When you use Google Photos, it is using that pre-trained model to determine
the features of the faces it finds in your library and it builds a vector,
which is just a long string of numbers (also known as a face template or
feature vector) that represents each face. Through various machine learning
techniques it is able to compare 2 vectors to see how close those 2 faces are
alike. If the confidence score it finds is higher than some predetermined
threshold (say 70%), it is assumed they are the same person. Running these
comparisons over and over through all the photo pairs, the software can group
or cluster faces so that it knows all these photos have person 1 and these
photos have person 2. Google never knows who those people are, unless you tag
those images with a name.

The images in your camera roll aren't used for re-training the original model
because Google doesn't know the ground truth about your photos. Google can
guess that these 3 faces are the same, but it doesn't know for certain that
they are, so they can't use that to retrain the model that would be used in
the Photos app because they have no way to judge the accuracy.
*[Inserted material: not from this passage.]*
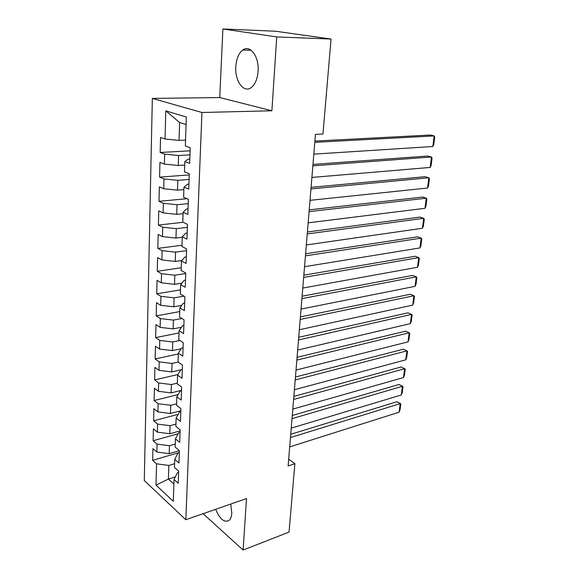 <?xml version="1.0" encoding="UTF-8"?>
<svg xmlns="http://www.w3.org/2000/svg" width="579" height="579" viewBox="0 0 579 579"><rect width="100%" height="100%" fill="white"/><g stroke="black" fill="none" stroke-linecap="round" stroke-linejoin="round"><path stroke-width="0.87" d="M215.656 509.317C220.013 519.493 224.587 523.119 229.378 520.174C230.768 518.726 231.571 516.396 231.788 513.204L230.739 504.056M258.096 71.224C259.276 56.67 250.085 44.257 242.782 50.033C238.686 53.261 236.355 58.826 235.791 66.73C234.748 81.053 243.773 93.487 251.272 87.523C255.187 84.389 257.46 78.961 258.096 71.224M152.335 98.416L144.28 480.548L185.823 519.725L201.948 112.492L152.335 98.416L219.745 97.554L271.898 110.77L276.733 36.94L222.893 28.95L219.745 97.554M222.893 28.95L275.633 31.244L331.05 39.039L276.733 36.94M186.069 124.521L179.613 122.516L165.775 110.857L165.044 139.018L160.549 137.469L160.18 152.48L164.646 154.13L164.385 164.11L159.942 162.395L159.58 177.123L163.995 178.947L163.741 188.74L159.341 186.851L158.986 201.318L163.358 203.294L163.112 212.913L158.755 210.865L158.407 225.065L162.735 227.2L162.489 236.637L158.176 234.444L157.835 248.384L162.12 250.671L161.881 259.935L157.611 257.597L157.278 271.29L161.519 273.715L161.28 282.813L157.054 280.337L156.728 293.785L160.926 296.347L160.694 305.285L156.511 302.672L156.185 315.888L160.347 318.58L160.115 327.367L155.968 324.616L155.657 337.6L159.775 340.423L159.551 349.05L155.447 346.184L155.129 358.944L159.211 361.882L158.993 370.365L154.926 367.376L154.622 379.918L158.66 382.972L158.443 391.31L154.419 388.205L154.115 400.53L158.118 403.708L157.908 411.901L153.913 408.68L153.616 420.803L157.589 424.089L157.379 432.144L153.421 428.815L153.131 440.735L157.061 444.122L156.858 452.04L152.943 448.616L152.653 460.334L179.338 452.496M165.775 110.857L186.329 116.98L185.345 146.024L190.216 147.703L189.659 163.394L184.817 161.599L184.469 171.883L189.29 173.751L188.74 189.13L183.948 187.162L183.608 197.251L188.378 199.292L187.835 214.375L183.102 212.232L182.769 222.126L187.48 224.341L186.952 239.134L182.269 236.825L181.944 246.538L186.604 248.912L186.083 263.431L181.451 260.963L181.133 270.487L185.743 273.02L185.237 287.264L180.648 284.644L180.337 293.994L184.896 296.68L184.397 310.662L179.866 307.89L179.555 317.075L184.071 319.897L183.579 333.62L179.092 330.718L178.788 339.728L183.254 342.688L182.776 356.165L178.332 353.125L178.035 361.976L182.457 365.074L181.987 378.304L177.587 375.134L177.29 383.826L181.676 387.047L181.205 400.046L176.856 396.753L176.566 405.293L180.901 408.636L180.445 421.403L176.139 417.987L175.85 426.376L180.141 429.835L179.7 442.378L175.43 438.853L175.155 447.097L179.403 450.672L178.962 462.99L174.735 459.35L174.46 467.456L178.672 471.14L178.238 483.248L174.055 479.506L173.316 501.276L155.99 485.122L156.547 463.822L152.653 460.334M331.05 39.039L322.959 134.01L315.446 134.357L288.125 465.921L294.87 463.678L288.682 459.183M179.403 450.672L169.206 453.654L169.459 445.729L175.256 444.071M156.858 452.04L169.206 453.654M157.061 444.122L169.459 445.729M174.055 479.506L177.304 472.898L178.621 472.493M180.105 430.899L169.835 433.743L170.088 425.681L175.929 424.103M157.379 432.144L169.835 433.743M157.589 424.089L170.088 425.681M174.735 459.35L178.006 452.973L179.331 452.583M180.822 410.786L170.472 413.486L170.725 405.293L176.617 403.787M157.908 411.901L170.472 413.486M158.118 403.708L170.725 405.293M175.43 438.853L178.716 432.701L180.055 432.325M181.553 390.326L171.116 392.888L171.377 384.543L177.319 383.132M158.443 391.31L171.116 392.888M158.66 382.972L171.377 384.543M176.139 417.987L179.439 412.074L180.793 411.727M180.858 369.843L171.775 371.928L172.043 363.438L178.173 362.078M158.993 370.365L171.775 371.928M159.211 361.882L172.043 363.438M176.856 396.753L180.178 391.093L181.538 390.76M181.213 348.739L172.448 350.599L172.716 341.957L179.924 340.481M159.551 349.05L172.448 350.599M159.775 340.423L172.716 341.957M177.587 375.134L180.93 369.735L182.298 369.424M181.502 327.258L173.128 328.894L173.403 320.1L181.857 318.515M160.115 327.367L173.128 328.894M160.347 318.58L173.403 320.1M178.332 353.125L181.697 348.001L183.08 347.704M181.734 305.394L173.823 306.798L174.105 297.852L184.021 296.159M160.694 305.285L173.823 306.798M160.926 296.347L174.105 297.852M179.092 330.718L182.472 325.868L183.869 325.601M181.864 283.138L174.525 284.311L174.815 275.199L185.729 273.534M161.28 282.813L174.525 284.311M161.519 273.715L174.815 275.199M179.866 307.89L183.261 303.338L184.672 303.092M181.886 260.47L175.249 261.411L175.538 252.133L186.539 250.656M161.881 259.935L175.249 261.411M162.12 250.671L175.538 252.133M180.648 284.644L184.071 280.395L185.49 280.171M182.255 237.318L175.98 238.092L176.277 228.647L187.372 227.359M162.489 236.637L175.98 238.092M162.735 227.2L176.277 228.647M181.451 260.963L184.889 257.025L186.322 256.83M183.051 213.68L176.725 214.346L177.029 204.72L188.218 203.634M163.112 212.913L176.725 214.346M163.358 203.294L177.029 204.72M182.269 236.825L185.729 233.221L187.169 233.048M183.869 189.601L177.485 190.151L177.796 180.344L189.087 179.468M163.741 188.74L177.485 190.151M163.995 178.947L177.796 180.344M183.102 212.232L186.583 208.968L188.037 208.824M184.701 165.073L178.26 165.5L178.571 155.512L189.963 154.846M164.385 164.11L178.26 165.5M164.646 154.13L178.571 155.512M183.948 187.162L187.451 184.252L188.92 184.136M185.548 140.082L179.049 140.386L179.613 122.516M165.044 139.018L179.049 140.386M184.817 161.599L188.334 159.066L189.818 158.972M203.099 513.696L243.115 550.05L289.044 532.094L294.87 463.678M271.898 110.77L201.948 112.492M243.115 550.05L246.488 498.555L185.823 519.725M175.343 476.886L168.409 479.05L173.903 484.015M174.59 463.707L168.836 465.444L168.409 479.05L155.99 485.122M156.547 463.822L168.836 465.444M160.18 152.48L190.107 150.829M159.58 177.123L189.246 174.916M158.986 201.318L187.01 198.706M158.407 225.065L183.145 222.3M157.835 248.384L181.987 245.25M157.278 271.29L181.22 267.751M156.728 293.785L180.474 289.869M156.185 315.888L179.736 311.596M155.657 337.6L179.012 332.954M155.129 358.944L178.303 353.95M154.622 379.918L177.977 374.504M154.115 400.53L178.129 394.581M153.616 420.803L178.18 414.332M153.131 440.735L178.151 433.758M314.788 142.333L434.17 135.927L430.327 135.023L314.889 141.088M313.818 154.137L432.831 146.509L434.17 135.927L434.72 137.143L433.78 144.526L432.831 146.509M312.855 165.84L431.493 157.01L427.693 156.026L312.971 164.414M311.893 177.442L430.175 167.432L431.493 157.01L432.05 158.139L431.123 165.406L430.175 167.432M310.952 188.935L428.865 177.767L425.102 176.696L311.082 187.335M310.011 200.334L427.563 188.023L428.865 177.767L429.423 178.802L428.511 185.96L427.563 188.023M309.077 211.632L426.267 198.199L422.547 197.048L309.222 209.859M308.158 222.835L424.986 208.295L426.267 198.199L426.832 199.154L425.934 206.196L424.986 208.295M307.239 233.938L423.719 218.312L420.036 217.082L307.398 232.005M306.334 244.946L422.453 228.256L423.719 218.312L424.284 219.188L423.401 226.121L422.453 228.256M305.437 255.86L421.201 238.121L417.56 236.818L305.603 253.768M304.54 266.687L419.963 247.913L421.201 238.121L421.773 238.91L420.904 245.749L419.963 247.913M303.657 277.413L418.726 257.626L415.121 256.251L303.845 275.17M302.781 288.06L417.502 267.266L418.726 257.626L419.305 258.343L418.451 265.073L417.502 267.266M301.912 298.612L416.287 276.842L412.718 275.394L302.108 296.216M301.051 309.07L415.085 286.337L416.287 276.842L416.873 277.479L416.026 284.108L415.085 286.337M300.197 319.449L413.884 295.76L410.352 294.248L300.4 316.916M299.35 329.74L412.697 305.119L413.884 295.76L414.47 296.332L413.645 302.868L412.697 305.119M298.503 339.945L411.517 314.404L408.021 312.826L298.728 337.275M297.671 350.071L410.352 323.625L411.517 314.404L412.11 314.904L411.293 321.345L410.352 323.625M296.846 360.109L409.187 332.773L405.727 331.137L297.078 357.308M296.021 370.068L408.036 341.863L409.187 332.773L409.78 333.207L408.977 339.547L408.036 341.863M295.21 379.94L406.892 350.874L403.462 349.173L295.449 377.016M294.4 389.739L405.756 359.827L406.892 350.874L407.493 351.243L406.697 357.489L405.756 359.827M293.604 399.459L404.627 368.714L401.233 366.948L293.85 396.405M292.808 409.1L403.512 377.537L404.627 368.714L405.228 369.011L404.446 375.17L403.512 377.537M401.233 366.948L405.228 369.011M292.019 418.66L402.398 386.294L399.04 384.47L292.279 415.49M291.237 428.149L401.29 394.987L402.398 386.294L402.998 386.533L402.231 392.605L401.29 394.987M399.04 384.47L402.998 386.533M290.463 437.565L400.198 403.621L396.868 401.746L290.73 434.279M289.695 446.901L399.112 412.19L400.198 403.621L400.806 403.795L400.046 409.78L399.112 412.19M396.868 401.746L400.806 403.795M251.17 50.257L242.782 50.033"/></g></svg>

Another interesting point is that the vector is also unique to the specific
model that was used to create it. So, if in the future they do retrain the
model, the vectors that had been created with previous models would be 100%
incompatible with the new model and would need to be recreated from the source
image.

Note: I have no inside knowledge of Google, but as the former CTO of a facial
recognition company, I have a good idea how these systems work in general.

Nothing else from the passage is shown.